Directions for this task. Copy every line from the records that holds the word "changed".

Provided data.
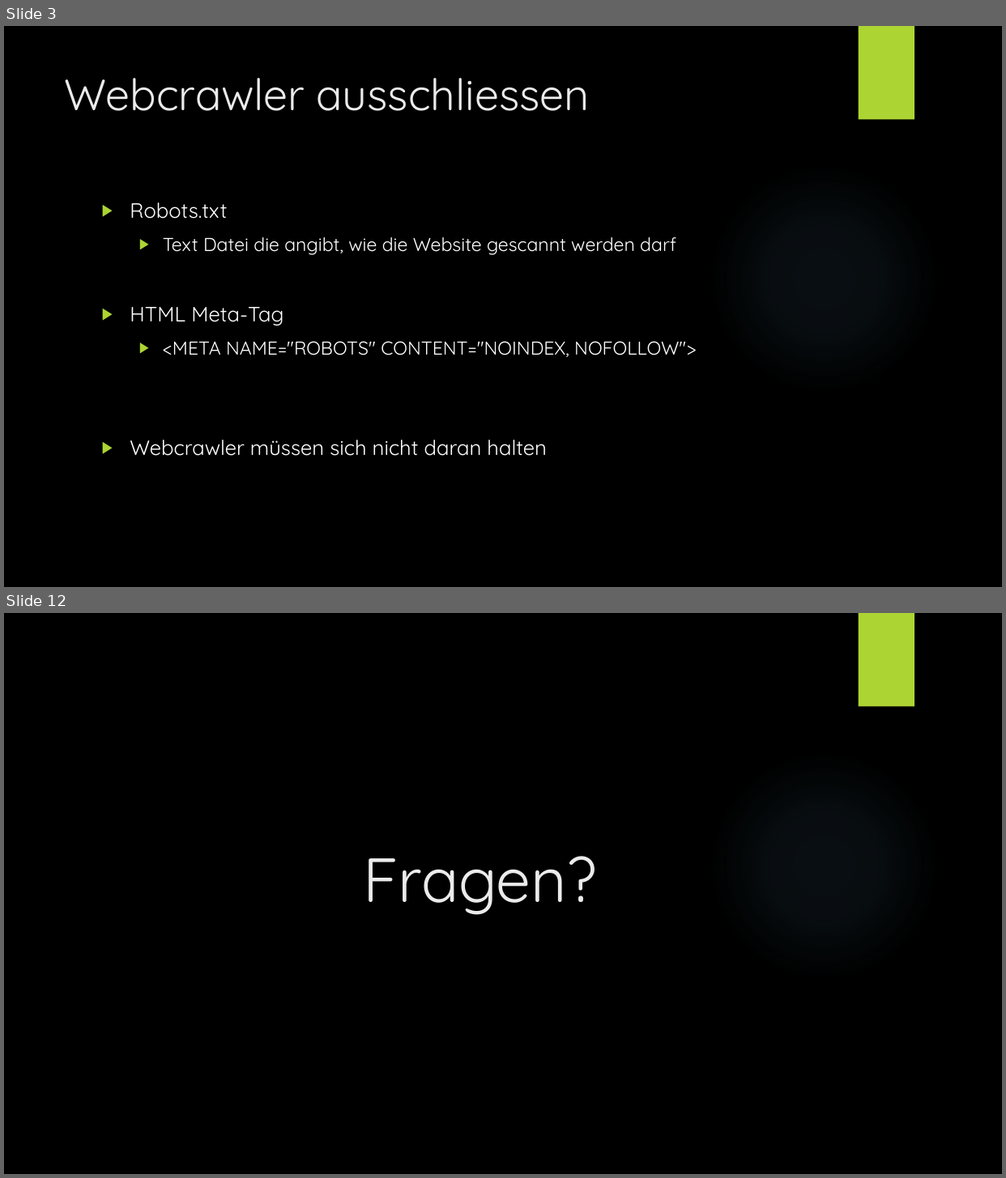
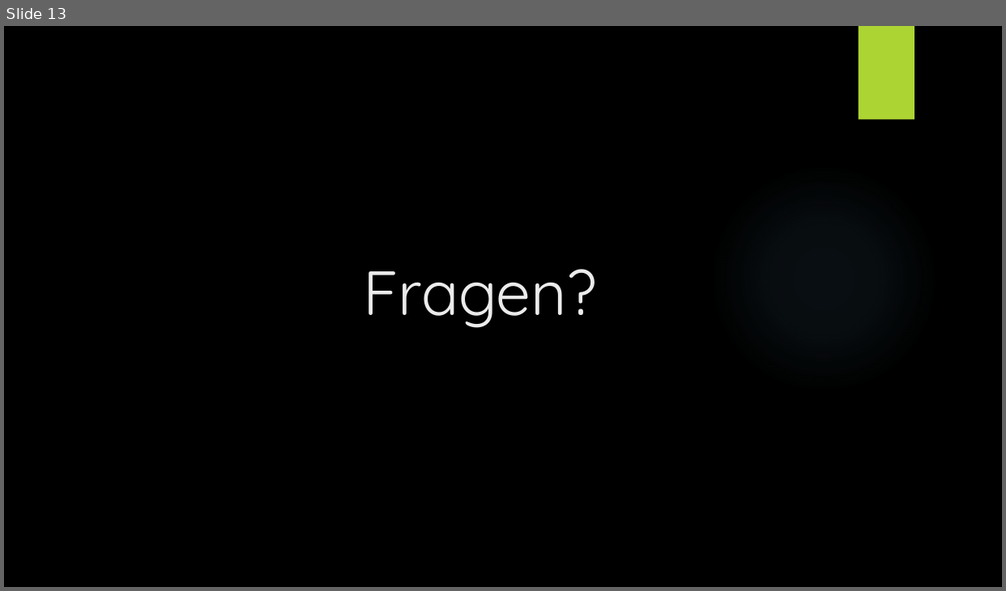
Before and after one commit to Tiim/Unibas-HS19-Internet-and-Secutity-project-webcrawler, a slide deck: Präsentation/Web Crawling.pptx. Shown one above the other, each under a label of ours: slides 3 and 12 before the commit, slide 13 after it; the slides between them are not shown. The pictures are 1006x1178 and 1006x591 pixels, drawn with LibreOffice and Linux fonts; fonts in the diff are those of the drawing; background and template pictures are left out. Boxes give left, top, right and bottom in pixels: in the first picture for what was removed or moved away, otherwise in the second. Text is boxed around its words. In the diff, an @@ line names an element or a change of style, - is before the commit and + after.

```diff
--- a/Präsentation/Web Crawling.pptx
+++ b/Präsentation/Web Crawling.pptx
@@ slide 3 removed at (x1=4, y1=26, x2=1002, y2=587), background picture (left out); not listed: 2 template elements that a slide beside it also shows @@
@@ title removed at (x1=65, y1=78, x2=590, y2=111) @@
-Webcrawler ausschliessen
@@ text removed at (x1=130, y1=203, x2=696, y2=456) @@
-▶ Robots.txt
-  ▶ Text Datei die angibt, wie die Website gescannt werden darf
-▶ HTML Meta-Tag
-  ▶ <META NAME="ROBOTS" CONTENT="NOINDEX, NOFOLLOW">
-▶ Webcrawler müssen sich nicht daran halten
@@ what was slide 12 is now slide 13 @@
```
Also in this commit, not shown: 5 slides changed, 7 slides added, 5 other slides removed, 3 other files.
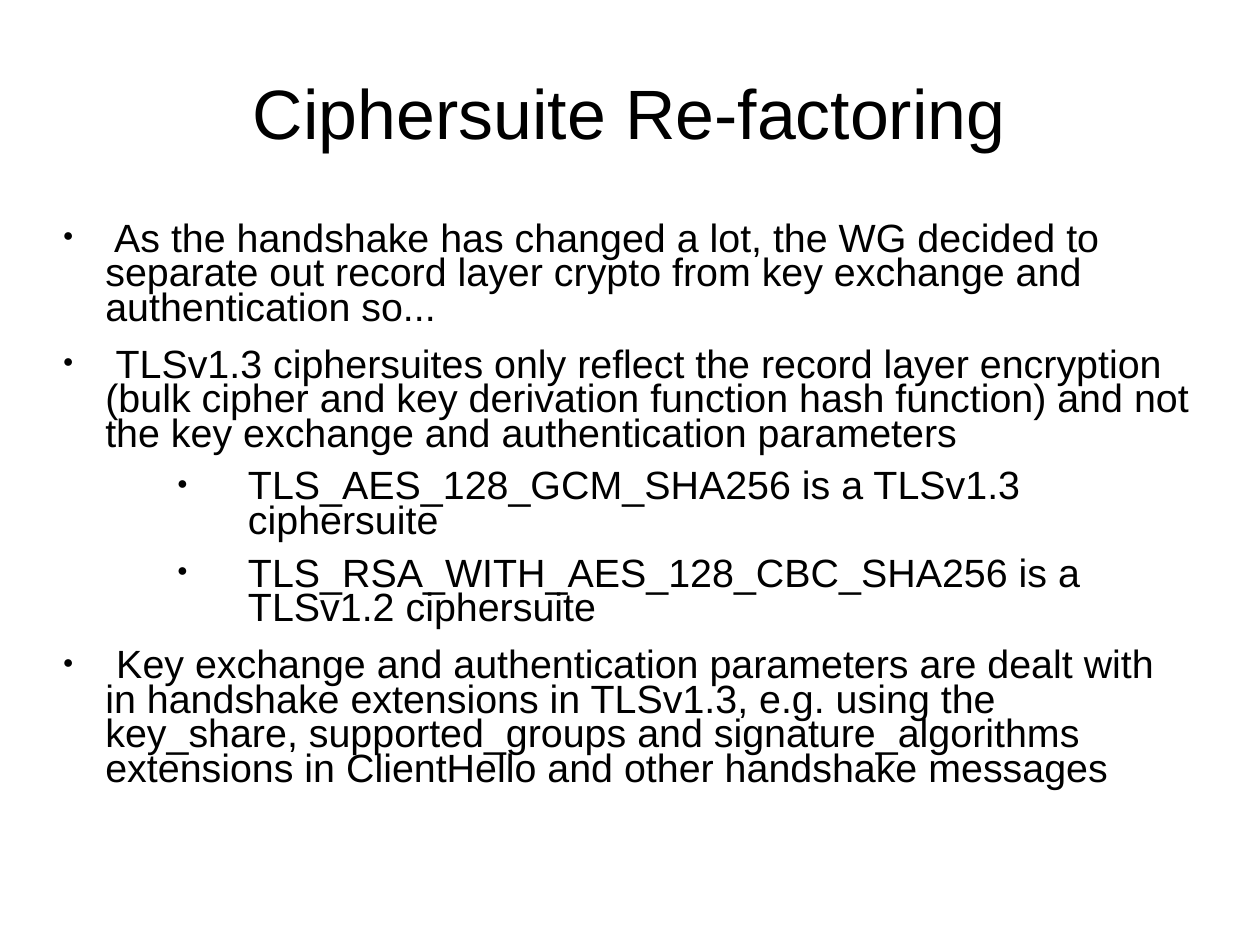
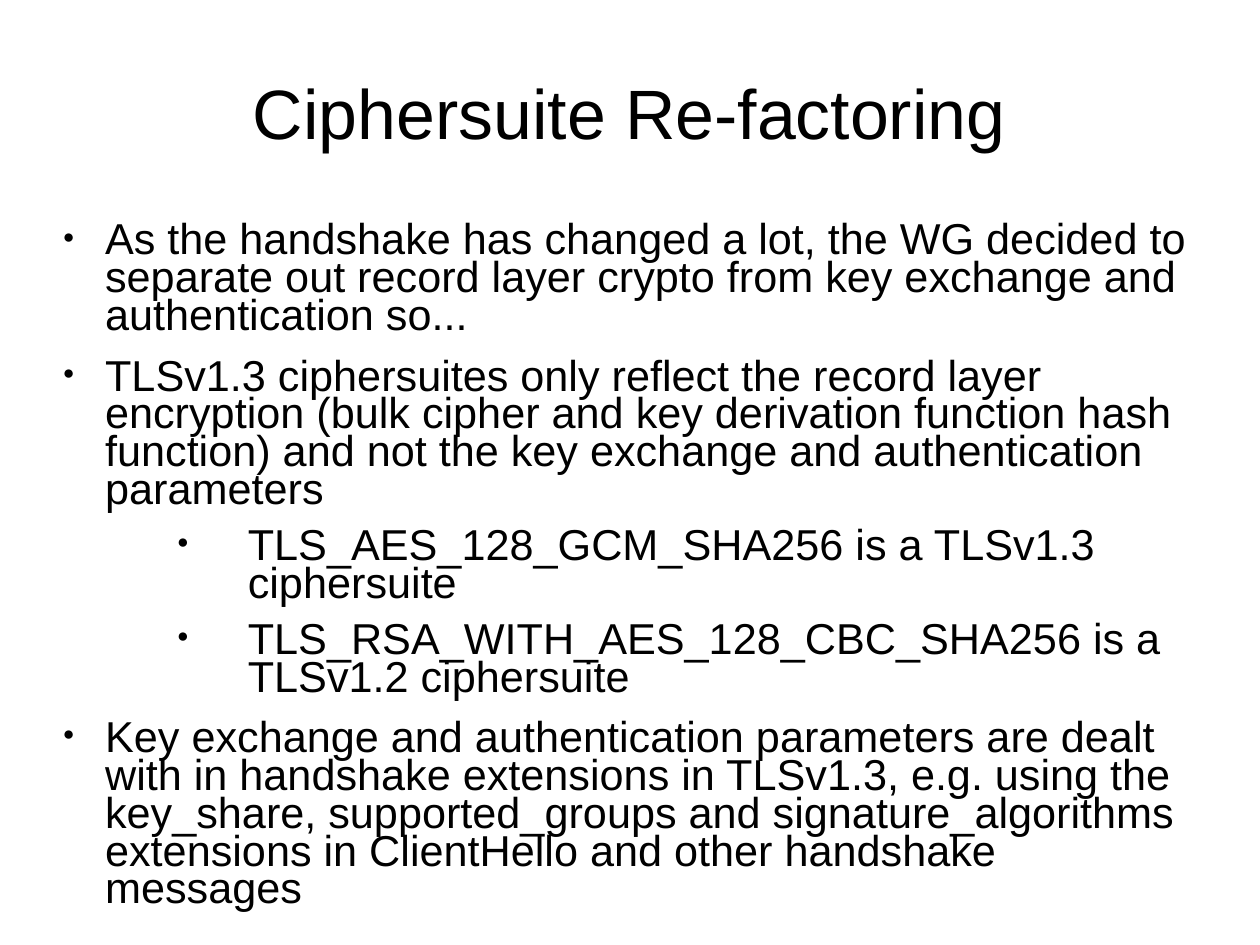
Before and after one commit to sftcd/cs7053, a slide deck: slide 12 of 2016lectures/07-tls13.ppt. Drawn at 1260x945 pixels with LibreOffice and Linux fonts; fonts in the diff are those of the drawing. Boxes give left, top, right and bottom in pixels: in the first picture for what was removed or moved away, otherwise in the second. Text is boxed around its words. In the diff, an @@ line names an element or a change of style, - is before the commit and + after.

```diff
--- a/2016lectures/07-tls13.ppt
+++ b/2016lectures/07-tls13.ppt
@@ text "As the handshake has changed ..." at [105,222,1186,867]: size 24.8 to 27.2 pt @@
```
Also in this commit, not shown: 6 other slides changed, 2 other files.
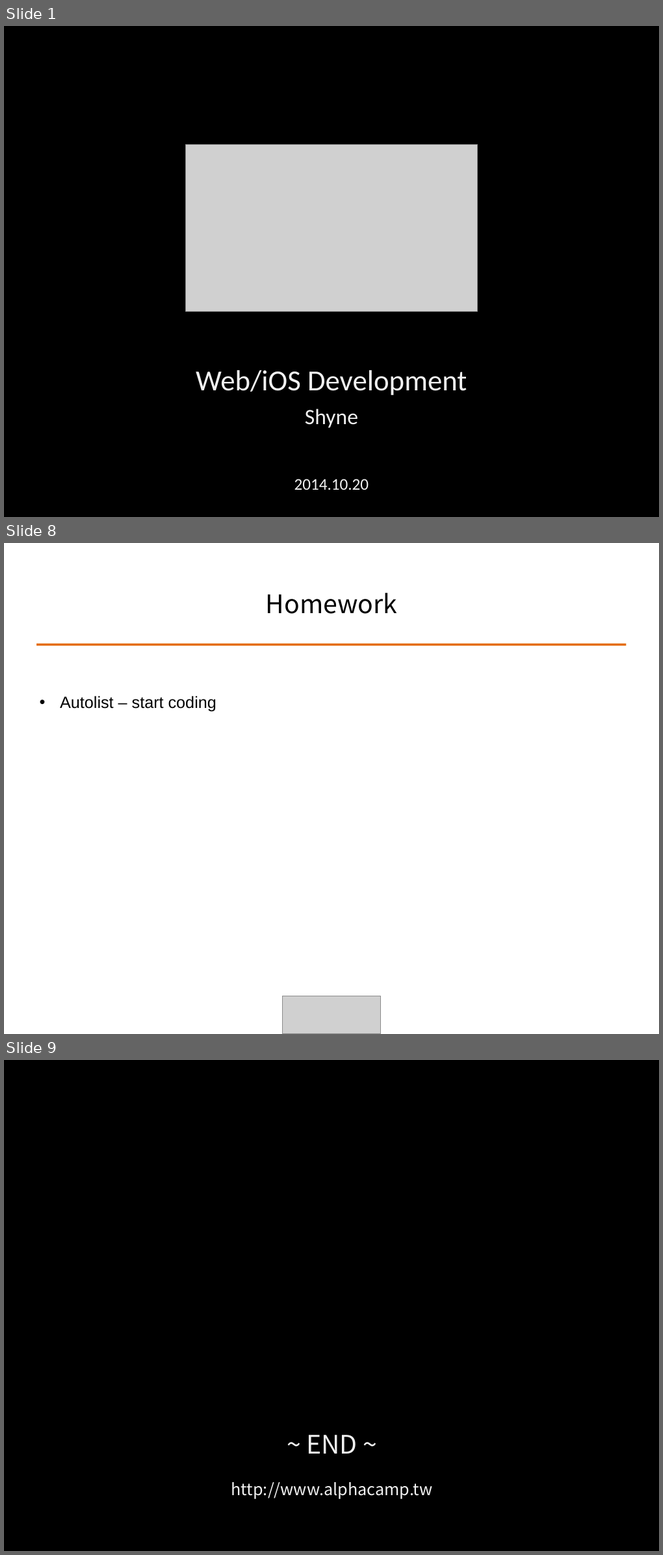
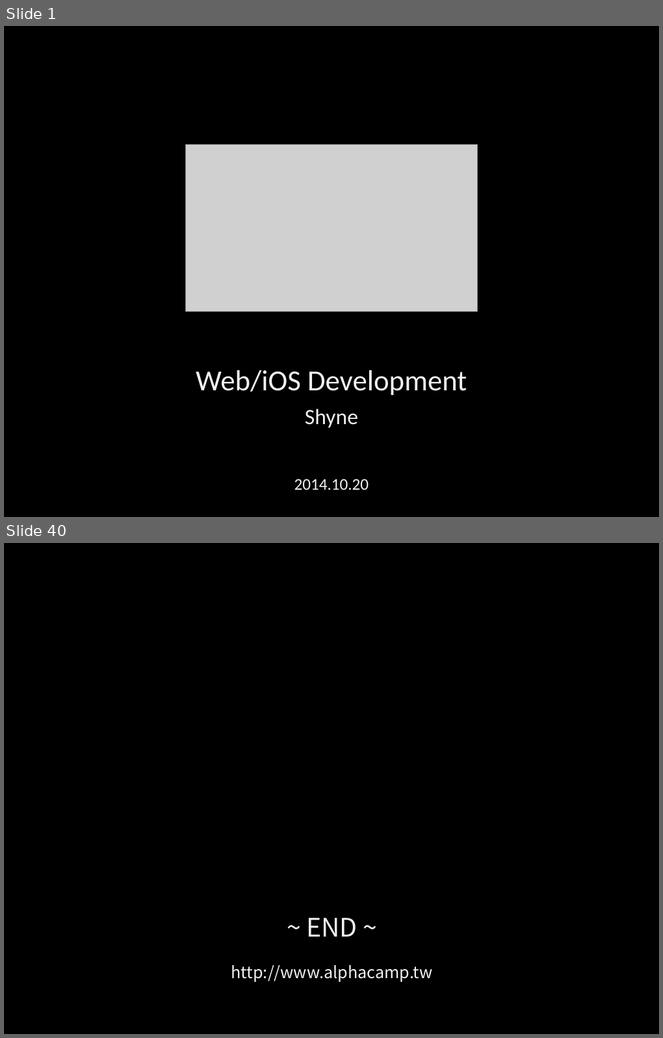
Before and after one commit to ALPHACamp/Camp-3-iOS-Dev, a slide deck: Class presentation/Week3 - Shyne/10-20-2014.ppt. Shown one above the other, each under a label of ours: slides 1, 8 and 9 before the commit, slides 1 and 40 after it; the slides between them are not shown. The pictures are 663x1555 and 663x1038 pixels, drawn with LibreOffice and Linux fonts; fonts in the diff are those of the drawing; grey boxes stand for pictures. Boxes give left, top, right and bottom in pixels: in the first picture for what was removed or moved away, otherwise in the second. Text is boxed around its words. In the diff, an @@ line names an element or a change of style, - is before the commit and + after.

```diff
--- a/Class presentation/Week3 - Shyne/10-20-2014.ppt
+++ b/Class presentation/Week3 - Shyne/10-20-2014.ppt
@@ slide 8 removed at [4,543,659,1034], background #FFFFFF @@
@@ title removed at [266,592,397,614] @@
-Homework
@@ line removed from (36, 644) to (627, 644) @@
@@ text removed at [60,696,217,712] @@
-• Autolist – start coding
@@ picture removed at [282,997,381,1034] @@
@@ what was slide 9 is now slide 40 @@
```
Also in this commit, not shown: 38 slides added, 6 other slides removed, 3 other files.

Reply.
Also in this commit, not shown: 5 slides changed, 7 slides added, 5 other slides removed, 3 other files.
@@ text "As the handshake has changed ..." at [105,222,1186,867]: size 24.8 to 27.2 pt @@
Also in this commit, not shown: 6 other slides changed, 2 other files.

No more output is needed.